EEG might provide a useful biomarker for cognitive impairment in HIV: Here, we
found that the P3 in the Simon task is promising in this regard. However, again, more work is
needed to establish whether it might be a useful biomarker. Finally, we identify CVD risk as
relevant for understanding cognition and EEG changes in this population, for the first time.
The N2 in the Simon task could be a candidate biomarker for deleterious effects of CVD on
the brain in HIV.
The sample we studied has been richly characterized in other ways (Mayo, Brouillette,
& Fellows, 2016). We focused on CVD comorbidity here, because of its emerging importance
in the field of neuro-HIV and because it may be treated with medication or lifestyle changes.

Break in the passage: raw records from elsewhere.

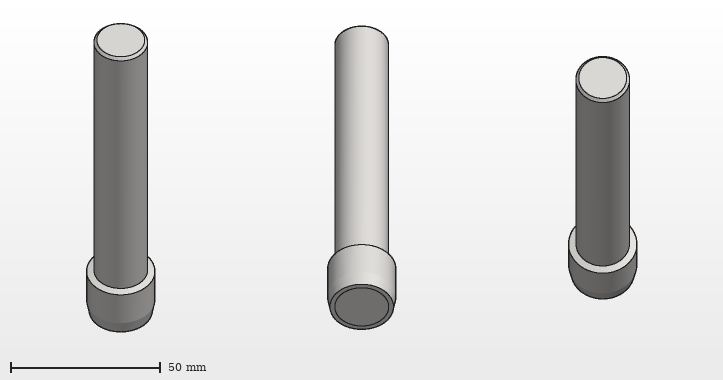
import cadquery as cq

pin_length = 125.0
pin_radius = 9.0
pin_chamfer = 1.0

sleeve_diameter = 22.9
sleeve_radius = sleeve_diameter / 2
sleeve_height = 18.6
sleeve_top_drop = 0.6
nose_height = 4.8
nose_foot_radius = 10.6


def make_pin():
    """Straight bar with a chamfered top edge."""
    bar = cq.Workplane("XY").circle(pin_radius).extrude(pin_length)
    return bar.faces(">Z").edges().chamfer(pin_chamfer)


def make_sleeve():
    """Revolved collar with a through bore, sloping top and tapered nose."""
    return (
        cq.Workplane("XZ")
        .moveTo(pin_radius, 0)
        .lineTo(nose_foot_radius, 0)
        .lineTo(sleeve_radius, nose_height)
        .lineTo(sleeve_radius, sleeve_height - sleeve_top_drop)
        .lineTo(pin_radius, sleeve_height)
        .close()
        .revolve(360, (0, 0, 0), (0, 1, 0))
    )


pin = make_pin()
sleeve = make_sleeve()

result = cq.Compound.makeCompound([pin.val(), sleeve.val()])

However, other common additional comorbidities, such as depression, illicit drug use or
66
alcohol use may also explain some of the variance in cognitive performance and EEG
measures. In principle, the impact of these additional comorbidities could also be examined,
although in practice power limitations make this a challenge in the current sample. Studying a
healthy control group with similar demographic characteristics could also provide further
insights, particularly with respect to the contributions of age.

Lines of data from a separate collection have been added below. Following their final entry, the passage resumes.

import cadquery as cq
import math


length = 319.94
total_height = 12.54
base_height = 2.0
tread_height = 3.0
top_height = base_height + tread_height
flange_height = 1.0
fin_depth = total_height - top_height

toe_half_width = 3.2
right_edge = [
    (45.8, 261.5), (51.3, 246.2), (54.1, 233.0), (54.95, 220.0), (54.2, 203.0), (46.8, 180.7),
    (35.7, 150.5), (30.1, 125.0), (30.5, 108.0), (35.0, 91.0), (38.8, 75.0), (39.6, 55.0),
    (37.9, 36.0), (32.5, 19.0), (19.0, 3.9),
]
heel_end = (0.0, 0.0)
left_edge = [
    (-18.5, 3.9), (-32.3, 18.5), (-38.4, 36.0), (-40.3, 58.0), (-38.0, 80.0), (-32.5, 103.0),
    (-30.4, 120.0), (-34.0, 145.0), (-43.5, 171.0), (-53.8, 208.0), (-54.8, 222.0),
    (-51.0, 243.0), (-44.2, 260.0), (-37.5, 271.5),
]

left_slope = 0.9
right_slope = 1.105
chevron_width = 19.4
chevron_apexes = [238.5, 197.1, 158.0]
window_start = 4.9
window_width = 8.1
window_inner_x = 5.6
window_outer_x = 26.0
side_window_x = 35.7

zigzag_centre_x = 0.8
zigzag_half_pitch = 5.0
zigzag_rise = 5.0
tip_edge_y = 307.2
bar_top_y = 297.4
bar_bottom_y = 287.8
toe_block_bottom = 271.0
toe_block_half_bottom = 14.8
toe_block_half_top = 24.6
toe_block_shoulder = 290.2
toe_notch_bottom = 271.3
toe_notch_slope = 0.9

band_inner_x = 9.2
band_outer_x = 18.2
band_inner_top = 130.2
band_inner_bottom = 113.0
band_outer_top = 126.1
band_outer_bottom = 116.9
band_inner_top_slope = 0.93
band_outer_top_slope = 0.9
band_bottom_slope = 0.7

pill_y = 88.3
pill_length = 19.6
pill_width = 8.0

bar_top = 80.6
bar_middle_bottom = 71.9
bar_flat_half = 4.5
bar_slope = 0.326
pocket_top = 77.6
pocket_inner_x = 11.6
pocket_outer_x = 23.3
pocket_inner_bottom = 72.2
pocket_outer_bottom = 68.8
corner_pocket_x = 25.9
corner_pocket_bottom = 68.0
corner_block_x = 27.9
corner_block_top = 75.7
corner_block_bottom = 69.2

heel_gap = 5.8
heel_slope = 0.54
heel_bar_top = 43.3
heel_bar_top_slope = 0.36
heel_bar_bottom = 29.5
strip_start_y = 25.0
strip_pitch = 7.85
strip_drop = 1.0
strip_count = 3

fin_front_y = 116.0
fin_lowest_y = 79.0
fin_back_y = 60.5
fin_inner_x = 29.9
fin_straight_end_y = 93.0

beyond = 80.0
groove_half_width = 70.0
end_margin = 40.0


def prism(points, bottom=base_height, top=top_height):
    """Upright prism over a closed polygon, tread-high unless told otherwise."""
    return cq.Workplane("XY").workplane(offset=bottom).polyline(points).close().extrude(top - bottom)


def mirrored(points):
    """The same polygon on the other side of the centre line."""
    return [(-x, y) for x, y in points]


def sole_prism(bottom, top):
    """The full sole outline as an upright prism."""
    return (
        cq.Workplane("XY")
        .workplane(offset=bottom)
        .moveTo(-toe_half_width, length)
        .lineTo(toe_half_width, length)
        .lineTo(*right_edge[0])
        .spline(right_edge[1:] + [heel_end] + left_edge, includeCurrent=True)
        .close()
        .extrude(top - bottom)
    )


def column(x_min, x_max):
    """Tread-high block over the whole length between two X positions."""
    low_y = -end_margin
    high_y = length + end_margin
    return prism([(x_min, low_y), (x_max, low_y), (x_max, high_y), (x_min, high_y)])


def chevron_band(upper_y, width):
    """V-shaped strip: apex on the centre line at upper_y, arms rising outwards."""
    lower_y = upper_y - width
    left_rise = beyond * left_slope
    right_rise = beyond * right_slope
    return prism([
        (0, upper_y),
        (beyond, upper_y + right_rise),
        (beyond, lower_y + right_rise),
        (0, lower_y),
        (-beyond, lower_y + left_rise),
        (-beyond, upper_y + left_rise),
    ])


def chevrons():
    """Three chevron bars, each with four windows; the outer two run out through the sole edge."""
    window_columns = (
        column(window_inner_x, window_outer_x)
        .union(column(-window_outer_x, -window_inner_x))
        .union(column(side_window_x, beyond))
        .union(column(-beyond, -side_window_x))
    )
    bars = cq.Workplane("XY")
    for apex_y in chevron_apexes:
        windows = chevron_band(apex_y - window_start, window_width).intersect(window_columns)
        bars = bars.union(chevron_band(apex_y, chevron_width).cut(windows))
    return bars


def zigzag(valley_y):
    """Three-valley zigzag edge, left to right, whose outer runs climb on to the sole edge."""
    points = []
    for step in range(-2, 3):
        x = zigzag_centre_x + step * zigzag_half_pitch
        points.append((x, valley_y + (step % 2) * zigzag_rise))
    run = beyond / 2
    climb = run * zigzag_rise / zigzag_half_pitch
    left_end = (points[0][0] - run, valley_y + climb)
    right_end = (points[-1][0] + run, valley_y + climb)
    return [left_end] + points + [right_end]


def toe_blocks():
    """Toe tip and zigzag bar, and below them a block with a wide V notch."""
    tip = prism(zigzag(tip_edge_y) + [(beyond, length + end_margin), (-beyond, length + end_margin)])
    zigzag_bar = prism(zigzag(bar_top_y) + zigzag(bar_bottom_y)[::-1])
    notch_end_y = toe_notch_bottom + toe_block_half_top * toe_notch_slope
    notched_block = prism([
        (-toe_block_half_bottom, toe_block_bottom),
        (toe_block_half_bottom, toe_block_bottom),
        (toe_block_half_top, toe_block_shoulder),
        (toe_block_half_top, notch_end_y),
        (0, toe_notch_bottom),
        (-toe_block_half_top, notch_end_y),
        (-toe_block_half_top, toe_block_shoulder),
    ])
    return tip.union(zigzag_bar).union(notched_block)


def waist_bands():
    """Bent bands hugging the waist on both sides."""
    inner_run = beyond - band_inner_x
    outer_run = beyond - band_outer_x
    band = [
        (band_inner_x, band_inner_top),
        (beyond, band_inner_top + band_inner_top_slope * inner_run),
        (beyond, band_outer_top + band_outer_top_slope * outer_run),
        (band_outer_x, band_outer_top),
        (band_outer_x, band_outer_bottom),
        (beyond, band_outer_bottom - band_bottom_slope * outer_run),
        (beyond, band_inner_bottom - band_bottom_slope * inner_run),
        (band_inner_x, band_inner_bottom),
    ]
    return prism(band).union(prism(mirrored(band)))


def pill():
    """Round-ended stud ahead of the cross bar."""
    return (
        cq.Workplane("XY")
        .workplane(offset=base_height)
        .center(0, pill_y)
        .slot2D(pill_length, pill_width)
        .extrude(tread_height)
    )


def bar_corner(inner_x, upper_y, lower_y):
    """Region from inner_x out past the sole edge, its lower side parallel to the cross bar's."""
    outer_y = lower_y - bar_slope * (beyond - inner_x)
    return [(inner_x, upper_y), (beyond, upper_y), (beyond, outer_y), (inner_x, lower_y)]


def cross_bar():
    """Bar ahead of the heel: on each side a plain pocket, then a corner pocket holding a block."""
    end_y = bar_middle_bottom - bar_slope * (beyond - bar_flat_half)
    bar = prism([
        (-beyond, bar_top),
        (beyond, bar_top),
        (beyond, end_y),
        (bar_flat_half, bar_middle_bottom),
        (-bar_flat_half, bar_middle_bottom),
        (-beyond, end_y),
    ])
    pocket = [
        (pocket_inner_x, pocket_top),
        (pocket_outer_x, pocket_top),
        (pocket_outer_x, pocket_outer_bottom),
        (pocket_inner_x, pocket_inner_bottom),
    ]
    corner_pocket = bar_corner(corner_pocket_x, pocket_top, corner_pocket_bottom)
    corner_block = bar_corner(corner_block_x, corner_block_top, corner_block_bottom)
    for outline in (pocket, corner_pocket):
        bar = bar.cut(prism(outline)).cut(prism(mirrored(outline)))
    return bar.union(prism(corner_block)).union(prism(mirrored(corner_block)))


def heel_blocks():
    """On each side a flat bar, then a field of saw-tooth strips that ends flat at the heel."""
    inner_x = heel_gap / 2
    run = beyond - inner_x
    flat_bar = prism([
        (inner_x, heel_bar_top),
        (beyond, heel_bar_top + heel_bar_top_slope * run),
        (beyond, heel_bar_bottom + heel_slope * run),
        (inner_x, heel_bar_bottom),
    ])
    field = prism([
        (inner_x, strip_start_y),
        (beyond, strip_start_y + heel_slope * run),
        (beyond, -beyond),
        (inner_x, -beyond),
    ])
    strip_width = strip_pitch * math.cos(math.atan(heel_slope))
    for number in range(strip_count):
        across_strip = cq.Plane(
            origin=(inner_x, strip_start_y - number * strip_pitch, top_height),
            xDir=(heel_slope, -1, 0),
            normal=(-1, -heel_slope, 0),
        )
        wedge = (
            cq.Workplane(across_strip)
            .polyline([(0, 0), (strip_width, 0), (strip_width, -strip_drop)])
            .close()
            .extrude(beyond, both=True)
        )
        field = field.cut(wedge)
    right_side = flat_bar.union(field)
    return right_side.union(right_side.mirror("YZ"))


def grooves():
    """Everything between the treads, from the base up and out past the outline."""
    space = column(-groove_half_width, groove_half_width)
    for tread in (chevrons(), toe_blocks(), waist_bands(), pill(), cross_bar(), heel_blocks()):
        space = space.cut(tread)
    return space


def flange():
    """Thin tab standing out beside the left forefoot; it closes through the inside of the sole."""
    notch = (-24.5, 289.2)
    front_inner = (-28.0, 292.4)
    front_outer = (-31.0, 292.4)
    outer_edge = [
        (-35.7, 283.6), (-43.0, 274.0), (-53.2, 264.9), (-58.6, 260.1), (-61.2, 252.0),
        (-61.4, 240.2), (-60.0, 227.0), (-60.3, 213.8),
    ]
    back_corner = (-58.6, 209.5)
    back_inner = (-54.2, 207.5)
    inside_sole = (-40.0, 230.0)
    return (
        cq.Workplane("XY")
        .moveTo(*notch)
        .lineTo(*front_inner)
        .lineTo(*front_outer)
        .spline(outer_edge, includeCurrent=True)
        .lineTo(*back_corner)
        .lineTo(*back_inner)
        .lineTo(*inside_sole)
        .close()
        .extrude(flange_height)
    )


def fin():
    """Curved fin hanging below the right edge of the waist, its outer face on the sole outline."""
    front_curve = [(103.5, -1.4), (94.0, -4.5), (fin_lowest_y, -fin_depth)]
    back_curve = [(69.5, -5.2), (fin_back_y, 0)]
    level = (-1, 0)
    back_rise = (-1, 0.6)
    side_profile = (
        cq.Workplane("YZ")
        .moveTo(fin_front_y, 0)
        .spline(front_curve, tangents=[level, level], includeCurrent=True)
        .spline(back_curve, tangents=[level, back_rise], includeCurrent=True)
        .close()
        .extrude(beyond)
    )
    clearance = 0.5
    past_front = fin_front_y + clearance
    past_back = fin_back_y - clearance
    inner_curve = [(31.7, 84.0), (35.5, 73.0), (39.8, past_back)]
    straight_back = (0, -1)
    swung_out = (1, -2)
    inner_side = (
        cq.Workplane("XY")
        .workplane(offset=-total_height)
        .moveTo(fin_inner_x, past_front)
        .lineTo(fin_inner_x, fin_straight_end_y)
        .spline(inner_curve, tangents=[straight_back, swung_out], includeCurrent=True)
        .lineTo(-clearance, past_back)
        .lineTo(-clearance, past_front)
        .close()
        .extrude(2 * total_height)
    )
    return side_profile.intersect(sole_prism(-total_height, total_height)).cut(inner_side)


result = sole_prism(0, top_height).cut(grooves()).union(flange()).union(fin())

Although this is amongst the largest studies using ERP in people with HIV, statistical
power was limited. Post hoc power calculations show that we could have detected moderate-
to-large effects. This can help in planning future studies. In addition to statistical power
considerations, specific participant characteristics are important to consider. Only people who
were able and willing to participate in the training intervention sub-studies were tested. These
patients might not be representative of the entire older HIV+ population, particularly with
respect to motivation. Some patients were also excluded because they did not have time or
could not access the Internet to complete 8 weeks of computer based cognitive training. This
should be kept in mind in considering generalizability of the findings. Importantly, we
identified an effect of gender on cognitive performance, but we had too few women in the
sample to study this properly. Future work should recruit more women, to better understand
the basis of this apparent difference due to gender. The results presented here may not
generalize to women living with HIV, although many of the patterns seemed similar or even
stronger in inspecting the data from the women who did participate.
67
4.4 Conclusion
The present work studied the relationship between overall cognitive function and
Simon task performance and ERP within an older, virally-suppressed HIV+ group, and
explored the potential mechanisms underlying cognitive and brain dysfunction. Our findings
argue for a processing slowing account of cognitive variation in older men with HIV, likely
related to diffuse brain changes. The Simon task is relevant as a probe of overall cognitive
performance in this sample, and the related P3 ERP could be studied further as a biomarker
for cognitive decline. We add to emerging evidence that the severity of HIV infection indexed
by nadir CD4 is less relevant to cognitive difficulties in these older people with multiple
comorbidities than in the phase of acute infection in younger people. CVD risk, on the other
hand, may be important. This finding should be pursued, as CVD risk can be modified, and
people with HIV tend to have higher baseline CVD risk for a variety of reasons.